**Records excerpted from a collection**
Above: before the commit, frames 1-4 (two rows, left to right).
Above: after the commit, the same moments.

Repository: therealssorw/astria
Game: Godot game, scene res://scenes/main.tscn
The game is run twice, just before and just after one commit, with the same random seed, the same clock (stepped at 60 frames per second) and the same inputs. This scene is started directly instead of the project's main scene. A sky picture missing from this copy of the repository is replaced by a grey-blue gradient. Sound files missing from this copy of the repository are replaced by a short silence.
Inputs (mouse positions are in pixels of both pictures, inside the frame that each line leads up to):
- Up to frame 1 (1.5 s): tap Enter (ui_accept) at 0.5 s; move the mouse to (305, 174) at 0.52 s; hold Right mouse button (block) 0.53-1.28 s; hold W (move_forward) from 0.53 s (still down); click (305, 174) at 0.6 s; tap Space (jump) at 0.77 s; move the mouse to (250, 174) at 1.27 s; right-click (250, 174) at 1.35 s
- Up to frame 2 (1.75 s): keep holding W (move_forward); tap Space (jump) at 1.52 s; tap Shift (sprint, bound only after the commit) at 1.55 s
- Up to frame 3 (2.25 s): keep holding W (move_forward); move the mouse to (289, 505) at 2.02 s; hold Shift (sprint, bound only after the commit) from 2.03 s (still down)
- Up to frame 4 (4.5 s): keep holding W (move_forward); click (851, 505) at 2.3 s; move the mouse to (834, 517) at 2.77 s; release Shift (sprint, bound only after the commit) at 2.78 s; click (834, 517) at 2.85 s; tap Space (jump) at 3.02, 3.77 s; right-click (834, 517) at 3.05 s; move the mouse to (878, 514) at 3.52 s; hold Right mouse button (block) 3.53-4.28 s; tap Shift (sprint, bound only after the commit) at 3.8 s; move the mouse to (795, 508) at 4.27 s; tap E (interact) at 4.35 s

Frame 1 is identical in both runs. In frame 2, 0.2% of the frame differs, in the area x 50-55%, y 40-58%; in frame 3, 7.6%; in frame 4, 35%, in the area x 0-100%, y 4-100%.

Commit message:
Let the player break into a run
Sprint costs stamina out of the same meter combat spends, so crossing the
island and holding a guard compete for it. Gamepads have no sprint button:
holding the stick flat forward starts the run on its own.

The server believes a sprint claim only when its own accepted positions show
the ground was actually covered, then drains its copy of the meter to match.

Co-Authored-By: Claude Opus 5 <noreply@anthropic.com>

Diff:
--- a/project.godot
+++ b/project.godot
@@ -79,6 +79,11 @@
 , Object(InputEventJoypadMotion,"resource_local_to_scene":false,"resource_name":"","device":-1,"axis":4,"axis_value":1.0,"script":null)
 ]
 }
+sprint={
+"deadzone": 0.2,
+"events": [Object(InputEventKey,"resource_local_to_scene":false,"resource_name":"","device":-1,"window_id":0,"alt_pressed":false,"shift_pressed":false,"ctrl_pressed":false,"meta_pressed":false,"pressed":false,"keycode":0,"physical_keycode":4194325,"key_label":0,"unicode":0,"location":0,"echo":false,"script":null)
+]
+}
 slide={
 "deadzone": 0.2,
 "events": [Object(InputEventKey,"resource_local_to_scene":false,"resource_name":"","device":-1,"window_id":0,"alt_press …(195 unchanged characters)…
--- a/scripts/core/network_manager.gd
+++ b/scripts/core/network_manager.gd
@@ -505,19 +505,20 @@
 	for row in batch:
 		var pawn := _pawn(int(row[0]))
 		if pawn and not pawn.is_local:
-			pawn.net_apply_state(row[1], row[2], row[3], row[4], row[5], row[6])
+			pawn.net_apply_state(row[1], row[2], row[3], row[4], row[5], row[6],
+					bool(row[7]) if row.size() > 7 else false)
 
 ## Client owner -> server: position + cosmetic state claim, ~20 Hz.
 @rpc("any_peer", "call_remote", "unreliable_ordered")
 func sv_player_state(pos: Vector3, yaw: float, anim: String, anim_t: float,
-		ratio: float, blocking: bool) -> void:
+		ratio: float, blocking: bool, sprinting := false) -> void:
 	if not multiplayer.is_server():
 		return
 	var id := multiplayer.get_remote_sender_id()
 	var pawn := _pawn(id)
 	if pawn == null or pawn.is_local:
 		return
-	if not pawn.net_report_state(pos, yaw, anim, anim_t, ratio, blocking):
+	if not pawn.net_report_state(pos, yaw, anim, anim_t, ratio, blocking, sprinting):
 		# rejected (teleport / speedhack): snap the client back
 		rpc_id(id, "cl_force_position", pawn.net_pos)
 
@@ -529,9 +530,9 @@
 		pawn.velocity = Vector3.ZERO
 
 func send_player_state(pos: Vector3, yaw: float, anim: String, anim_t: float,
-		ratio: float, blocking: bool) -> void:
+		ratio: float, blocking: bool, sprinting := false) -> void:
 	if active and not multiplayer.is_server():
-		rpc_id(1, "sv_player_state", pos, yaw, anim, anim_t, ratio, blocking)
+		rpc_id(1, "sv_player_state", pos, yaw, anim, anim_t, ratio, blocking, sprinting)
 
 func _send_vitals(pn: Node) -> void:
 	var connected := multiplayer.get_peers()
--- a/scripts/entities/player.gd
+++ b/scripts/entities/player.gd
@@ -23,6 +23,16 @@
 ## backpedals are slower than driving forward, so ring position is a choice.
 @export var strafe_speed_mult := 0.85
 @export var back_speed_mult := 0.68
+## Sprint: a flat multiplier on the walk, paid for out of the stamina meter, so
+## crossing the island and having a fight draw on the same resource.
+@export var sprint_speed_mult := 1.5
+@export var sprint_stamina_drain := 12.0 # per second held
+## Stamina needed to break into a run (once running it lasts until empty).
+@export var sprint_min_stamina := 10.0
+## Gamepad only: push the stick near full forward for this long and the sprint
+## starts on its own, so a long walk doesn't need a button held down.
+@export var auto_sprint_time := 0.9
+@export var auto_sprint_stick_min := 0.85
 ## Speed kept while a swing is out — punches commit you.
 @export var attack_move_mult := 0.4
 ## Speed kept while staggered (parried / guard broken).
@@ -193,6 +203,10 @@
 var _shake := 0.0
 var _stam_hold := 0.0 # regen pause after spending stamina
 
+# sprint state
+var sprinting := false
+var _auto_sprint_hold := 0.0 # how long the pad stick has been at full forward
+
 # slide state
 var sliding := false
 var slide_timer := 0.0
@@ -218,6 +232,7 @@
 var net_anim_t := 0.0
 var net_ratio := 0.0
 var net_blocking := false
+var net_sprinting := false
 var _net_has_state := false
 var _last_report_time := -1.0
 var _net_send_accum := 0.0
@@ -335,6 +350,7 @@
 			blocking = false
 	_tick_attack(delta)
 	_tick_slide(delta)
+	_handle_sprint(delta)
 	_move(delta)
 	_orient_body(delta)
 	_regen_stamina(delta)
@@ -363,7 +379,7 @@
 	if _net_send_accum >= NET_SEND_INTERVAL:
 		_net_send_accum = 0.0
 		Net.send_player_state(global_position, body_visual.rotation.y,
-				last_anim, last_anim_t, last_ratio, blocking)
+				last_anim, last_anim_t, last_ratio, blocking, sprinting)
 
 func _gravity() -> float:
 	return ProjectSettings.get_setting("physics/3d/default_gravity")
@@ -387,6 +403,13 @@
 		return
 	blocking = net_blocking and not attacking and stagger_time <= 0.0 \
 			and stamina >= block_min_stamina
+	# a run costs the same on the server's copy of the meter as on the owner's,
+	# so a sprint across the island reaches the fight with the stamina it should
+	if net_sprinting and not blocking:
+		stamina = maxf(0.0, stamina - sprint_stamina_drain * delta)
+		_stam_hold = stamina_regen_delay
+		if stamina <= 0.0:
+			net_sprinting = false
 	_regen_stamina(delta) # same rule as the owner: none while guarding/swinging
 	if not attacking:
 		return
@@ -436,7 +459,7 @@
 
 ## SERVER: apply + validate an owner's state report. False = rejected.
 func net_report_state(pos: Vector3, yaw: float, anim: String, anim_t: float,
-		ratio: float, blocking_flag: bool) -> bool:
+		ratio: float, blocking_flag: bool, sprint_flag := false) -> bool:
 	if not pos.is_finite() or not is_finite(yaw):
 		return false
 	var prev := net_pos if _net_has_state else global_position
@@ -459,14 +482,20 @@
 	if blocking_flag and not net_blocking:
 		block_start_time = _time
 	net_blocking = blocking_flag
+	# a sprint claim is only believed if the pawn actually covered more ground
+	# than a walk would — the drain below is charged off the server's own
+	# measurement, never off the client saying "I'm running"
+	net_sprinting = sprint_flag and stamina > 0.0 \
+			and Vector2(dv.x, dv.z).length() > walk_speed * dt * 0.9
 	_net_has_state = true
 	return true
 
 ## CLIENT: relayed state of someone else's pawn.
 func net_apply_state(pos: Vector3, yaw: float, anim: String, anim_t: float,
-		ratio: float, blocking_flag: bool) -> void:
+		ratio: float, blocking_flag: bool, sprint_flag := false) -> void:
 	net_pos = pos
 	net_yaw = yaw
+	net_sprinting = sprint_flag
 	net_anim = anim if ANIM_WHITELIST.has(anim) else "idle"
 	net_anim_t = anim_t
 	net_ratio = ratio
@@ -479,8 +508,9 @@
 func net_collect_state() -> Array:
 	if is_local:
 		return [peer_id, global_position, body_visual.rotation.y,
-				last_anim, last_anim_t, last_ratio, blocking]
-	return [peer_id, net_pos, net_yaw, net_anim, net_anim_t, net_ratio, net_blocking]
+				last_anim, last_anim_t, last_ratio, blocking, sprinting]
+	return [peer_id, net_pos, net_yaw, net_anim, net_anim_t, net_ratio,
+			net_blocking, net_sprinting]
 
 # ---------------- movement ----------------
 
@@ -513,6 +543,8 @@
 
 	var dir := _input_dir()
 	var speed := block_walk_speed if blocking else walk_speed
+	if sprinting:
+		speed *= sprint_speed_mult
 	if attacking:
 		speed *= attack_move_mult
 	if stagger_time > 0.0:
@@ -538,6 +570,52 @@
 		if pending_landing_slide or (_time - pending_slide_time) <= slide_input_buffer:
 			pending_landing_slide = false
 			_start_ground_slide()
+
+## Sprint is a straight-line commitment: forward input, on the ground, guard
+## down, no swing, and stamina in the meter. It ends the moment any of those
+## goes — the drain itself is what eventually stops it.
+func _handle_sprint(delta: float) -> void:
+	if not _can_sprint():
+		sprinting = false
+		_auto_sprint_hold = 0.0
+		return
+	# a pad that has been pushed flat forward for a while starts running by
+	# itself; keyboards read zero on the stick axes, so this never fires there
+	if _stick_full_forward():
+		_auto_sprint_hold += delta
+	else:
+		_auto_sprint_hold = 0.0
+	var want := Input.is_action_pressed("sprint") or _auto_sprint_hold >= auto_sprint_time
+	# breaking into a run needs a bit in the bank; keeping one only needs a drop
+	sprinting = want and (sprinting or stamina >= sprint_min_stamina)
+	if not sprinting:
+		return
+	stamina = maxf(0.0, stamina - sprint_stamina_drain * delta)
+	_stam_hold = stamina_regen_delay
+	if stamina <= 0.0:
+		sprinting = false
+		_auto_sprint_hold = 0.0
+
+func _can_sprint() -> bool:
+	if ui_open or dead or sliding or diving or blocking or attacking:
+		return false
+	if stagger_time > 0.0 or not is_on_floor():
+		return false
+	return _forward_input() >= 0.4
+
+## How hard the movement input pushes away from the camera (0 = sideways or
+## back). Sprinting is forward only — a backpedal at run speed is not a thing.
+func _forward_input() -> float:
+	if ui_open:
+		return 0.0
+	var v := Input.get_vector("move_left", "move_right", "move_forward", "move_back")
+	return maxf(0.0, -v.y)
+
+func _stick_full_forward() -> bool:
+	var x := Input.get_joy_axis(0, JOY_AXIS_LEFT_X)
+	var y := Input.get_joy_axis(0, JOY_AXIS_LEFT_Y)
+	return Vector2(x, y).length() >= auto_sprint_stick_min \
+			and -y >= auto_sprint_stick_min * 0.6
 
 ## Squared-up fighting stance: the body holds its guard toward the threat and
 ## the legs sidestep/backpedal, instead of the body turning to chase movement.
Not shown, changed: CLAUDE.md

**HOW TO COMPLETE THIS TASK**
Return exactly, and only, the lines above starting at the line that contains "-335,6 +350,7 @@" and ending at the line that contains "net_sprinting and not".

**REPLY**
@@ -335,6 +350,7 @@
 			blocking = false
 	_tick_attack(delta)
 	_tick_slide(delta)
+	_handle_sprint(delta)
 	_move(delta)
 	_orient_body(delta)
 	_regen_stamina(delta)
@@ -363,7 +379,7 @@
 	if _net_send_accum >= NET_SEND_INTERVAL:
 		_net_send_accum = 0.0
 		Net.send_player_state(global_position, body_visual.rotation.y,
-				last_anim, last_anim_t, last_ratio, blocking)
+				last_anim, last_anim_t, last_ratio, blocking, sprinting)
 
 func _gravity() -> float:
 	return ProjectSettings.get_setting("physics/3d/default_gravity")
@@ -387,6 +403,13 @@
 		return
 	blocking = net_blocking and not attacking and stagger_time <= 0.0 \
 			and stamina >= block_min_stamina
+	# a run costs the same on the server's copy of the meter as on the owner's,
+	# so a sprint across the island reaches the fight with the stamina it should
+	if net_sprinting and not blocking:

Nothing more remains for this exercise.